The authors have done well to present the data and safety considerations in section 6 “Effectiveness and safety profile of treatment options”, however, due to the potential for treatment failure (especially in hepatic cases) and the need for close monitoring especially for those without both a normal serum ALT and appropriate urine copper excretion, the authors should further highlight the potential disadvantages of using Zinc.
Author Response
Reviewer 2 comments and authors’ responses:
This is a well written summary of the role of zinc in the treatment of Wilson’s disease. the authors conclusion that Zinc is as effective as other anticopper agents due to its low level of toxicity is a valid one. however, as noted, due to the lack of consensus between the different jurisdictions (as highlighted in the variances between CPGs), lack of RCTs and great variance between patients presenting with WD, it will be challenging to convince some clinicians on the use of Zinc as first line therapy, especially for hepatic presentations.
Response: We thank the reviewer for such a positive impression and for their constructive comments. We do agree about the challenge clinicians may face, either due to lack of experience or awareness of zinc treatment effectiveness or due to the imposition of a sequential trial of penicillamine and trientine before zinc in order to satisfy drug insurance company regulations (in the US). Despite the lack of randomized controlled trials to provide data for a more informed comparison of which treatment performs better, our review aims to encourage clinicians to reconsider the basis of different approaches to the treatment of Wilson’s disease and rethink the efficacy and risk/safety of the proposed option.

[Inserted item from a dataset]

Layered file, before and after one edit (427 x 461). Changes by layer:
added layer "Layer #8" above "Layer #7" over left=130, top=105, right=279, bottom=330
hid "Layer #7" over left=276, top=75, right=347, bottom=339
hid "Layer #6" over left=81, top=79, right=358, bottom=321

The authors have done well to present the data and safety considerations in section 6 “Effectiveness and safety profile of treatment options”, however, due to the potential for treatment failure (especially in hepatic cases) and the need for close monitoring especially for those without both a normal serum ALT and appropriate urine copper excretion, the authors should further highlight the potential disadvantages of using Zinc.

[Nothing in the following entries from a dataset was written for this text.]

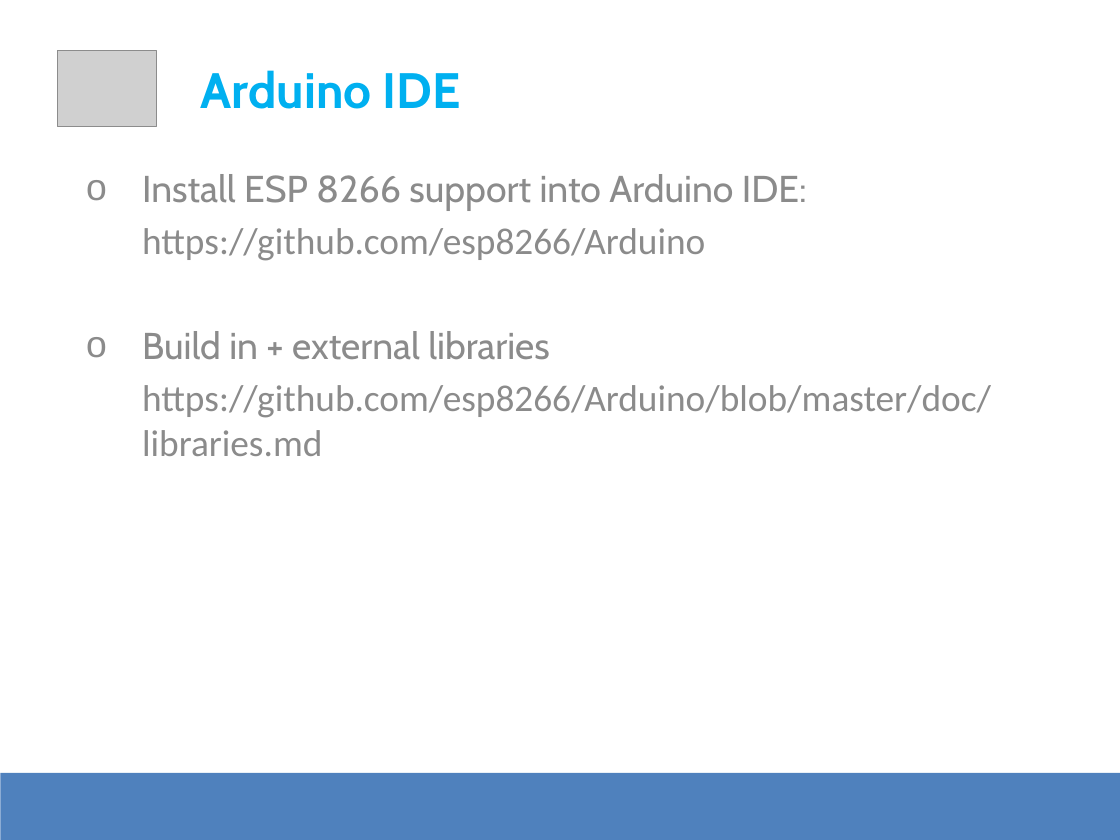
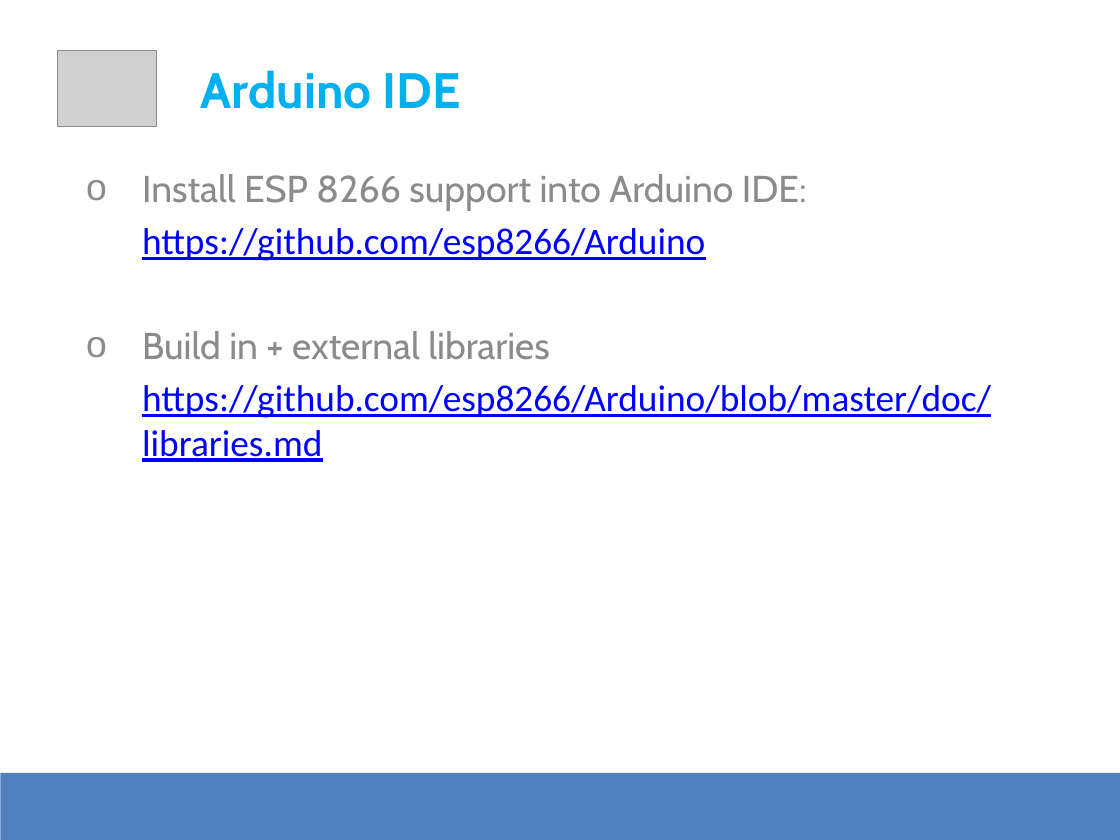
Before and after one commit to apolo-11/es-workshop-esp8266, a slide deck: slide 21 of DevSession - ESP8266.pptx. Drawn at 1120x840 pixels with LibreOffice and Linux fonts; fonts in the diff are those of the drawing; grey boxes stand for pictures. Boxes give left, top, right and bottom in pixels: in the first picture for what was removed or moved away, otherwise in the second. Text is boxed around its words. In the diff, an @@ line names an element or a change of style, - is before the commit and + after.

Commit message:
presentation update

```diff
--- a/DevSession - ESP8266.pptx
+++ b/DevSession - ESP8266.pptx
@@ text at (142, 228, 991, 462): text colour #8C8C8C to #0000FF, underline on in "https://github.com/esp8266/Arduino", "https://github.com/esp8266/Arduino/blob/master/doc/libraries ..." @@
```
Also in this commit, not shown: 1 slide added, 1 slide removed.

Response: We are grateful to the reviewer for the compliment. We highlighted the potential challenges of using zinc therapy and the need for careful monitoring of its efficacy and patient adherence to the treatment, as is the case for all treatment options. A major disadvantage of zinc is the inability of the pharmaceutical companies to generate enormous profit at the expense of and risk to patients (References 84 and 124)!
Author Response File: Author Response.docx
Round 2
Reviewer 1 Report
The revised paper made a modification adequately according to the comments.